That one sentence has always stuck with me since I first read it when I obtained the Certified Tribunal Records from the Military Police Complaints Commission when I made my application to Federal Court in February of 2013.

From the Military Police Complaints Commisison
Certified Tribunal Records 2013
Sgt. Hancock had called Jack, the father of P.S. earlier in the day of August 9th, 2011 and asked Jack to have P.S. give him a telephone call. P.S. called Sgt. Hancock in the afternoon.
What’s interesting about this is not the part “he further indicated that anything he had been involved in as a youth had already been handled by the military”, nor the part “he furhter stated that if charges were brought against him a lawyer would be handling that”. What’s interesting is that only one of those two statements would be introduced into the brief sent to the Alberta Crown.
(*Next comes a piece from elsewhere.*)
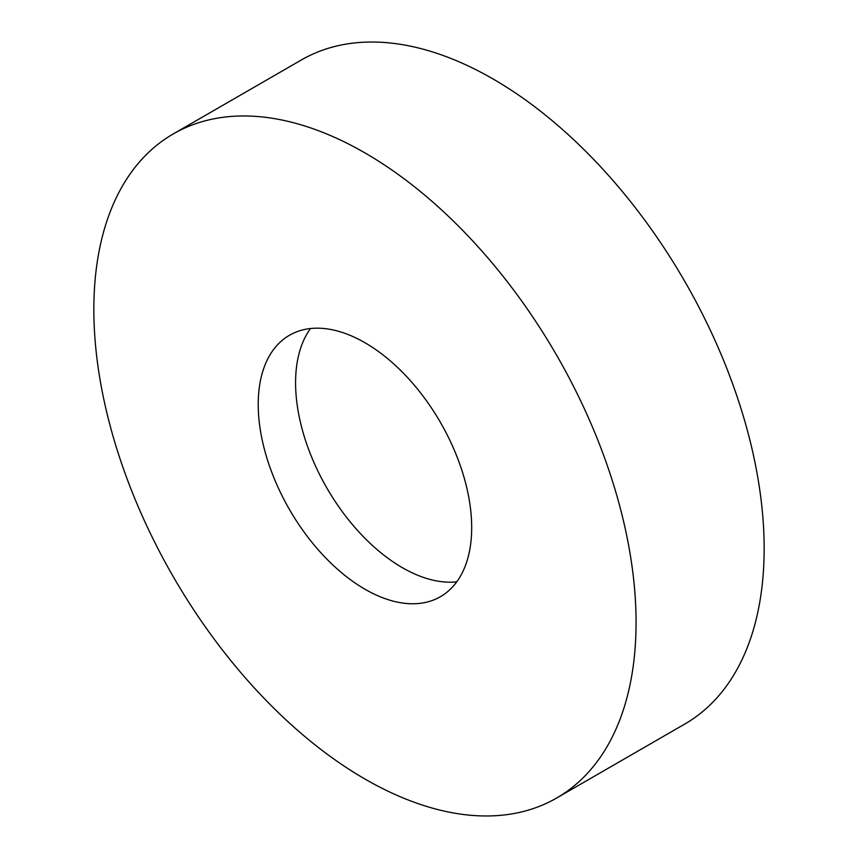 <?xml version="1.0" encoding="UTF-8"?>
<svg xmlns="http://www.w3.org/2000/svg" width="858" height="858" viewBox="0 0 858 858"><rect width="100%" height="100%" fill="white"/><g stroke="black" fill="none" stroke-linecap="round" stroke-linejoin="round"><path stroke-width="1.29" d="M364.961 152.917A383.408 221.364 60 0 1 615.433 490.787A383.408 221.364 60 0 1 556.66 798.015A383.408 221.364 60 0 1 364.961 779.032A383.408 221.364 60 0 1 114.479 441.162A383.408 221.364 60 0 1 173.252 133.934A383.408 221.364 60 0 1 364.961 152.917M173.252 133.934L301.34 59.985A383.408 221.364 60 0 1 493.039 78.968A383.408 221.364 60 0 1 743.521 416.838A383.408 221.364 60 0 1 684.748 724.066L556.66 798.015M456.767 581.853A150.954 87.151 60 0 1 402.316 567.653A150.954 87.151 60 0 1 309.566 451.855A150.954 87.151 60 0 1 310.51 328.528M364.961 589.221A150.954 87.151 60 0 1 266.345 456.209A150.954 87.151 60 0 1 289.478 335.253A150.954 87.151 60 0 1 364.961 342.728A150.954 87.151 60 0 1 463.567 475.74A150.954 87.151 60 0 1 440.433 596.696A150.954 87.151 60 0 1 364.961 589.221"/></g></svg>

Alberta Criminal Injuries Review Board
June 2019
There are two things that I find interesting about what Sgt. Damon Tenaschuck submitted to the Alberta Crown in 2018.
The first is that my father’s statement is still in there even though I had illustrated during the September 2015 interview with RCMP Inspector Akrum Ghadban that it was our grandmother raising my brother and I during this period of time. I also supplied to Mr. Ghadban the answers from my father’s written examination in which my father admits that there was a babysitter in the house, but that it was his mother who hired the babysitter.
Nowhere in the submission to the Alberta Crown is any mention of my foster care records which would indicate that my father’s statement didn’t actually reflect what family life was like in the Gill household back then.
But more interesting is what was removed from the record of the telephone conversation between Sgt. Robert Jon Hancock and P.S.. The statement “he further indicated that anything he had been involved in as a youth had already been handled by the military” was removed yet the statement “he further stated that if charges were brought against him a lawyer would be handling that” remained.
What was so controversial about that one statement that it needed to be removed. The second statement wasn’t removed, so that shows that the CFNIS weren’t trimming out superfluous excess for the sake of brevity. I mean, if P.S. was charged, a lawyer would be handling that. That’s how the criminal justice system works in this country, right?
Why did the CFNIS decide that the Alberta Crown didn’t need to know that the military has already handled things for a multi-time convicted child molester? It wasn’t as if P.S. had never been convicted of child molestation before.
And we know that our government often enters into some rather boneheaded deals with criminals.
I honestly don’t believe that I am the only person who has ever come forward with complaints against P.S.. I can only wonder how many of the charges that P.S. was subject to between 1985 and 2000 were due to other dependants from CFB Namao coming forward with their own complaints.We know that the Department of National Defence accepted General Liability for the damages that P.S. suffered at the hands of Captain McRae on Canadian Forces Base Namao. Would that also mean that anyone that P.S. was convicted of molesting could also bring their own civil actions against the Department of National Defence?
Is this why the CFNIS has bent over backwards to ensure that no charges would ever be brought against P.S. thereby ensuring that the Canadian Forces would not be breaking the terms of the settlement reached in November of 2008?
Another interesting item is this:

Alberta Criminal Injuries Review Board
June 2019
In both 2011 and 2018 the CFNIS determined that there was “insufficient evidence” to lay charges which was supported by review conducted by the Alberta Crown.
So why througout 2018 was Sgt. Tenaschuk telling me he expected that charges would be laid this time?

The investigation was all bullshit, wasn’t it.
Nothing more than theatre for the mind.
The illusion of justice while being nothing more than a perversion of justice.